**WHAT TO WORK ON:** In this exercise, write out the data word for word and leave every image out.

**RECORDS SUPPLIED:**

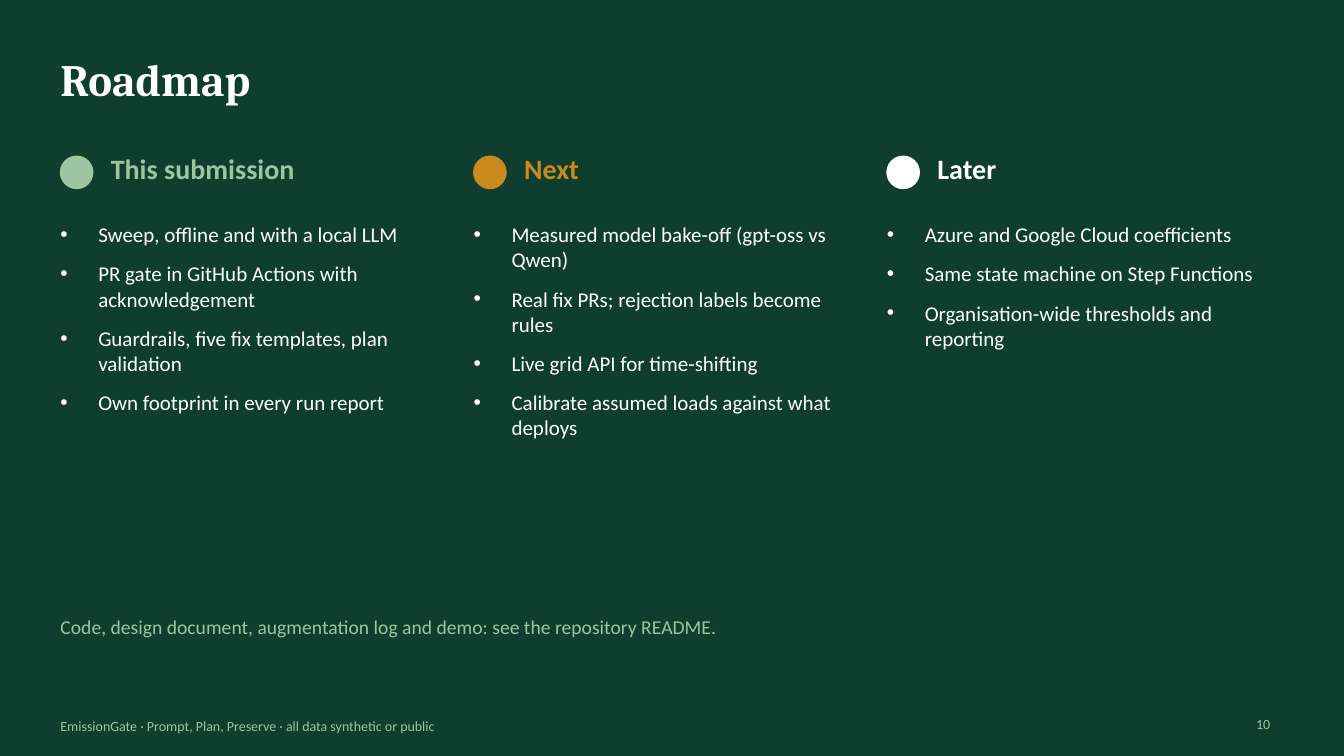
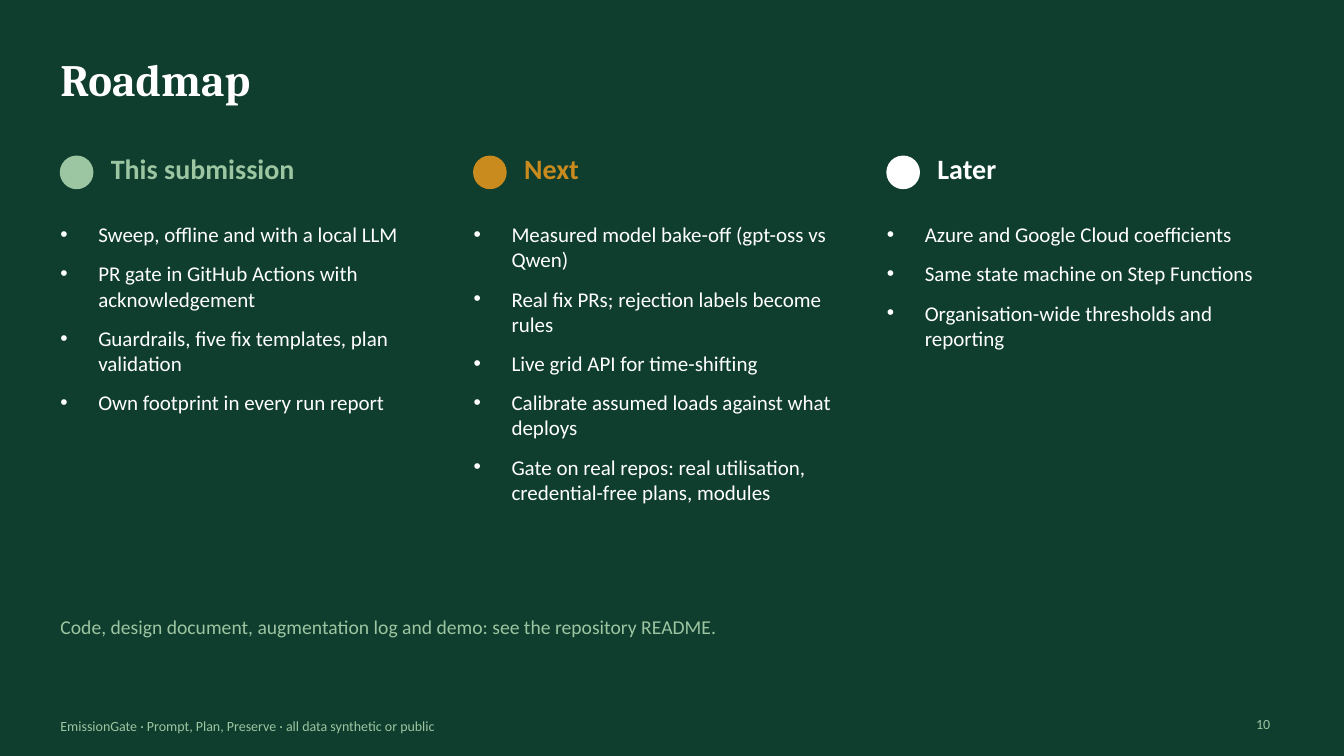
Before and after one commit to MohdJaved01/emissiongate, a slide deck: slide 10 of docs/EmissionGate-pitch.pptx. Drawn at 1344x756 pixels with LibreOffice and Linux fonts; fonts in the diff are those of the drawing. Boxes give left, top, right and bottom in pixels: in the first picture for what was removed or moved away, otherwise in the second. Text is boxed around its words. In the diff, an @@ line names an element or a change of style, - is before the commit and + after.

```diff
--- a/docs/EmissionGate-pitch.pptx
+++ b/docs/EmissionGate-pitch.pptx
@@ text at bbox=[512, 460, 805, 504]: paragraph added @@
+• Gate on real repos: real utilisation, credential-free plans, modules
```
Also in this commit, not shown: 4 other slides changed, 10 other files.

**OUTPUT FOR THIS EXERCISE:**
Before and after one commit to MohdJaved01/emissiongate, a slide deck: slide 10 of docs/EmissionGate-pitch.pptx. Drawn at 1344x756 pixels with LibreOffice and Linux fonts; fonts in the diff are those of the drawing. Boxes give left, top, right and bottom in pixels: in the first picture for what was removed or moved away, otherwise in the second. Text is boxed around its words. In the diff, an @@ line names an element or a change of style, - is before the commit and + after.

```diff
--- a/docs/EmissionGate-pitch.pptx
+++ b/docs/EmissionGate-pitch.pptx
@@ text at bbox=[512, 460, 805, 504]: paragraph added @@
+• Gate on real repos: real utilisation, credential-free plans, modules
```
Also in this commit, not shown: 4 other slides changed, 10 other files.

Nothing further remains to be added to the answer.